ACTIVITY: The stretch from the line with "half_angle), (plate_front, bend_start))" through the line with "x_max = x_min + terminal_width" in the records below: write it out exactly, and nothing else.

** Opening SOURCE DATA block **

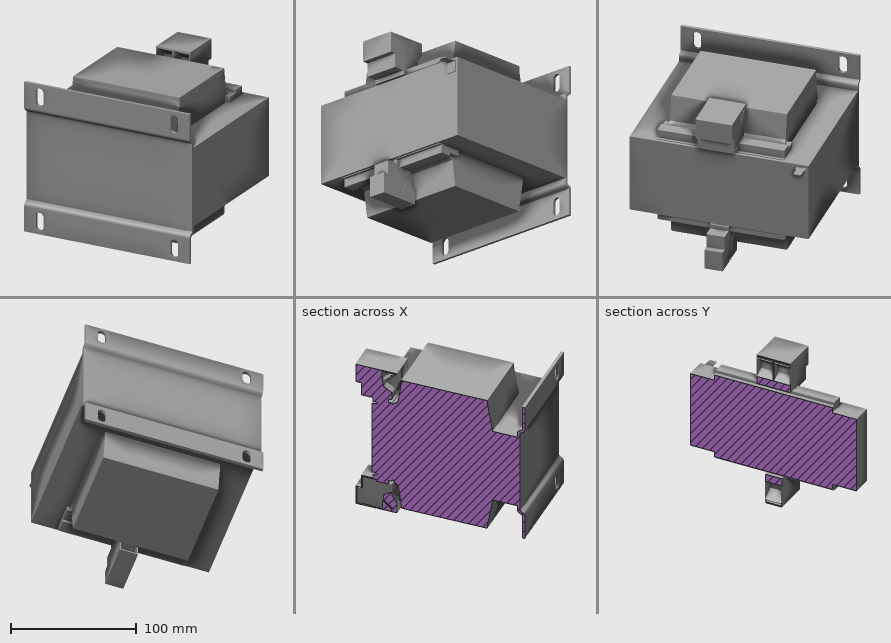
import cadquery as cq
import math


core_width = 150.0
core_depth = 67.2
core_back = 131.5
sheet = 2.5
plate_offset = 4.2
plate_height = 127.8
bend_start = 37.2
bend_angle = math.radians(60)
bend_inner_radius = 0.9

slot_length = 15.3
slot_width = 6.9
slot_spacing_x = 122.1
slot_spacing_z = 106.2

coil_width = 96.9
coil_height = 124.8
coil_front = 27.6
coil_back = 114.0
window_width = 100.5
window_front = 32.1
window_back = 106.8

carrier_width = 106.5
carrier_front = 107.1
carrier_back = 126.8
carrier_step = 117.0
ledge_thickness = 4.8
carrier_top = 41.1
pad_front = 123.5
pad_back = 129.2
pad_thickness = 0.6

terminal_width = 15.3
terminal_top = 68.0
terminal_back = 145.5
terminal_front = 114.0
terminal_nose = 109.6
terminal_wall = 0.8
panel_depth = 0.3
spring_thickness = 0.8

tab_x = -69.2
tab_sheet = 0.8
tab_top = 31.2
tab_leg_bottom = 21.6
tab_tip = 143.1
tab_shoulder = 134.7
tab_base_width = 8.4
tab_blade_width = 6.5
tab_corner = 1.4

core_top = core_depth / 2
plate_front = plate_offset
core_front = plate_offset + sheet


def box(x_min, x_max, y_min, y_max, z_min, z_max):
    size = (x_max - x_min, y_max - y_min, z_max - z_min)
    return cq.Workplane("XY").box(*size, centered=False).translate((x_min, y_min, z_min))


def extrude_x(points, x_min, x_max):
    """Extrude a closed (Y, Z) outline between two X positions."""
    return cq.Workplane("YZ", origin=(x_min, 0, 0)).polyline(points).close().extrude(x_max - x_min)


def both_sides(solid):
    return solid.union(solid.mirror("XY"))


def make_core():
    core = box(-core_width / 2, core_width / 2, core_front, core_back, -core_top, core_top)
    window = box(-window_width / 2, window_width / 2, window_front, window_back, -core_top, core_top)
    return core.cut(window)


def make_coil():
    top = coil_height / 2
    half_outline = [
        (coil_front, core_top),
        (window_front, 59.1),
        (window_front, top),
        (106.0, top),
        (109.2, 40.8),
        (coil_back, 37.0),
        (coil_back, core_top),
    ]
    end = extrude_x(half_outline, -coil_width / 2, coil_width / 2)
    inside = box(-coil_width / 2, coil_width / 2, window_front, window_back, -core_top, core_top)
    return both_sides(end).union(inside)


def make_plate():
    """Sheet whose top and bottom flanges are joggled forward through two bends."""
    outer_radius = bend_inner_radius + sheet
    middle_radius = bend_inner_radius + sheet / 2
    straight_drop = plate_offset - 2 * middle_radius * (1 - math.cos(bend_angle))
    rise = 2 * middle_radius * math.sin(bend_angle) + straight_drop / math.tan(bend_angle)
    bend_end = bend_start + rise
    top = plate_height / 2

    def lower_arc(radius, angle):
        y = plate_front - bend_inner_radius + radius * math.cos(angle)
        return (y, bend_start + radius * math.sin(angle))

    def upper_arc(radius, angle):
        y = sheet + bend_inner_radius - radius * math.cos(angle)
        return (y, bend_end - radius * math.sin(angle))

    half_angle = bend_angle / 2
    joggle = (
        cq.Workplane("YZ", origin=(-core_width / 2, 0, 0))
        .moveTo(plate_front, 0)
        .lineTo(core_front, 0)
        .lineTo(core_front, bend_start)
        .threePointArc(lower_arc(outer_radius, half_angle), lower_arc(outer_radius, bend_angle))
        .lineTo(*upper_arc(bend_inner_radius, bend_angle))
        .threePointArc(upper_arc(bend_inner_radius, half_angle), (sheet, bend_end))
        .lineTo(sheet, top)
        .lineTo(0, top)
        .lineTo(0, bend_end)
        .threePointArc(upper_arc(outer_radius, half_angle), upper_arc(outer_radius, bend_angle))
        .lineTo(*lower_arc(bend_inner_radius, bend_angle))
        .threePointArc(lower_arc(bend_inner_radius, half_angle), (plate_front, bend_start))
        .close()
        .extrude(core_width)
    )
    slots = (
        cq.Workplane("XZ")
        .rarray(slot_spacing_x, slot_spacing_z, 2, 2)
        .slot2D(slot_length, slot_width, 90)
        .extrude(-sheet)
    )
    return both_sides(joggle).cut(slots)


def make_carrier():
    """Stepped rail on the core that holds the terminals, with a cutout for the coil."""
    ledge_top = core_top + ledge_thickness
    side = carrier_width / 2
    rail = box(-side, side, carrier_step, carrier_back, core_top, carrier_top)
    ledge = box(-side, side, carrier_front, carrier_step, core_top, ledge_top)
    cutout = box(-coil_width / 2, coil_width / 2, carrier_front, coil_back, core_top, ledge_top)
    pad = box(-side, side, pad_front, pad_back, core_top, core_top + pad_thickness)
    return both_sides(rail.union(ledge.cut(cutout)).union(pad))


entry_back = [(122.7, 66.8), (122.7, 61.0), (122.1, 56.4), (121.0, 52.4), (terminal_front, 48.0)]


def make_terminal(x_min):
    """One terminal block with a wire entry open to the front and a sloping spring inside."""
    x_max = x_min + terminal_width
    body = extrude_x(
        [
            (terminal_back, terminal_top),
            (terminal_nose, terminal_top),
            (terminal_nose, 58.4),
            (terminal_front, 51.8),
            (terminal_front, carrier_top),
            (carrier_back, carrier_top),
            (carrier_back, 35.4),
            (131.0, 35.4),
            (131.0, 39.0),
            (140.5, 39.0),
            (140.5, 50.7),
            (terminal_back, 50.7),
        ],
        x_min,
        x_max,
    )
    entry_front = [(terminal_nose, entry_back[-1][1]), (terminal_nose, entry_back[0][1])]
    entry = extrude_x(entry_back + entry_front, x_min + terminal_wall, x_max - terminal_wall)
    return body.cut(entry).union(make_spring(x_min, x_max))


def make_spring(x_min, x_max):
    """Spring strip sloping up towards the front, spanning the full width it is given."""
    low = (122.2, 58.5)
    high = (114.5, 65.1)
    slope = math.atan2(high[1] - low[1], low[0] - high[0])
    shift_y = spring_thickness * math.sin(slope)
    shift_z = spring_thickness * math.cos(slope)
    strip = [low, high, (high[0] - shift_y, high[1] - shift_z), (low[0] - shift_y, low[1] - shift_z)]
    return extrude_x(strip, x_min, x_max)


def make_terminal_row(count):
    """Centred row of terminals; the end face at -X has a recessed panel and a spring groove."""
    start = -count * terminal_width / 2
    row = make_terminal(start)
    for index in range(1, count):
        row = row.union(make_terminal(start + index * terminal_width))
    panel = extrude_x(
        entry_back
        + [
            (terminal_front, 41.8),
            (127.6, 41.8),
            (127.6, 40.4),
            (139.2, 40.4),
            (139.2, 51.6),
            (144.3, 51.6),
            (144.3, 66.2),
            (131.1, 66.2),
            (131.1, 66.8),
        ],
        start,
        start + panel_depth,
    )
    return row.cut(panel).cut(make_spring(start, start + panel_depth))


def make_earth_tab():
    """Angle of thin sheet: a leg on the core's back face and a blade pointing backwards."""
    half_base = tab_base_width / 2
    bottom = tab_top - tab_sheet
    leg = box(tab_x - half_base, tab_x + half_base, core_back, core_back + tab_sheet, tab_leg_bottom, tab_top)
    base = box(tab_x - half_base, tab_x + half_base, core_back, tab_shoulder, bottom, tab_top)
    half_blade = tab_blade_width / 2
    blade = box(tab_x - half_blade, tab_x + half_blade, core_back, tab_tip, bottom, tab_top)
    blade = blade.edges("|Z and >Y").fillet(tab_corner)
    return leg.union(base).union(blade)


result = (
    make_core()
    .union(make_coil())
    .union(make_plate())
    .union(make_carrier())
    .union(make_terminal_row(2))
    .union(make_terminal_row(1).mirror("XY"))
    .union(make_earth_tab())
)

** Closing SOURCE DATA block **

RESPONSE AREA:
        .threePointArc(lower_arc(bend_inner_radius, half_angle), (plate_front, bend_start))
        .close()
        .extrude(core_width)
    )
    slots = (
        cq.Workplane("XZ")
        .rarray(slot_spacing_x, slot_spacing_z, 2, 2)
        .slot2D(slot_length, slot_width, 90)
        .extrude(-sheet)
    )
    return both_sides(joggle).cut(slots)


def make_carrier():
    """Stepped rail on the core that holds the terminals, with a cutout for the coil."""
    ledge_top = core_top + ledge_thickness
    side = carrier_width / 2
    rail = box(-side, side, carrier_step, carrier_back, core_top, carrier_top)
    ledge = box(-side, side, carrier_front, carrier_step, core_top, ledge_top)
    cutout = box(-coil_width / 2, coil_width / 2, carrier_front, coil_back, core_top, ledge_top)
    pad = box(-side, side, pad_front, pad_back, core_top, core_top + pad_thickness)
    return both_sides(rail.union(ledge.cut(cutout)).union(pad))


entry_back = [(122.7, 66.8), (122.7, 61.0), (122.1, 56.4), (121.0, 52.4), (terminal_front, 48.0)]


def make_terminal(x_min):
    """One terminal block with a wire entry open to the front and a sloping spring inside."""
    x_max = x_min + terminal_width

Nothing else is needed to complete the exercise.